◆ **PROBLEM DETAILS**: Copy out all lines of the listing below that hold "changed".
◆ ◆ ◆ ◆ ◆ ◆ ◆
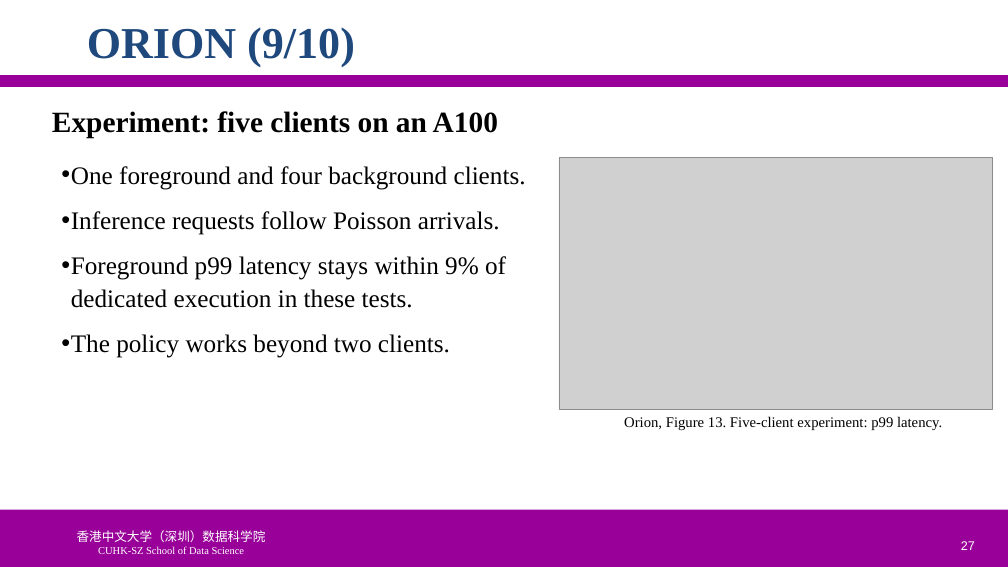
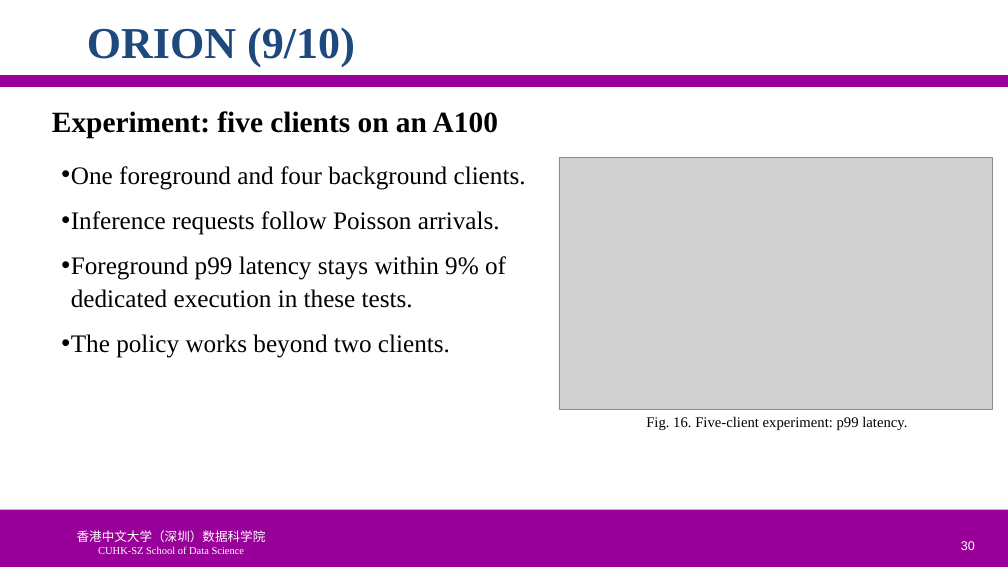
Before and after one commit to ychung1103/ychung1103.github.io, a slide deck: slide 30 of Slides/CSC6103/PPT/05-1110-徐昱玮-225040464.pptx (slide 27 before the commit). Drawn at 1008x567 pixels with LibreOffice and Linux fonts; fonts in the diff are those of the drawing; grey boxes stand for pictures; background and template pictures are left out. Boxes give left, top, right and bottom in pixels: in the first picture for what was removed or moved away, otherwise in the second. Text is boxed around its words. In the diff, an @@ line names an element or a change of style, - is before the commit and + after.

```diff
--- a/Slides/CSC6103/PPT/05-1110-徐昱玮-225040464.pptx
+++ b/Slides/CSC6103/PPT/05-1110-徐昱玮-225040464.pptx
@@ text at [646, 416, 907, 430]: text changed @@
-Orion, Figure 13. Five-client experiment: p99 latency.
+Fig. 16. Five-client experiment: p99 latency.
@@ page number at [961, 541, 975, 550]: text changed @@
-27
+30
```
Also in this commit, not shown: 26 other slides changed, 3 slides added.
◆ ◆ ◆ ◆ ◆ ◆ ◆
◆ **SOLVED EXERCISE**:
@@ text at [646, 416, 907, 430]: text changed @@
@@ page number at [961, 541, 975, 550]: text changed @@
Also in this commit, not shown: 26 other slides changed, 3 slides added.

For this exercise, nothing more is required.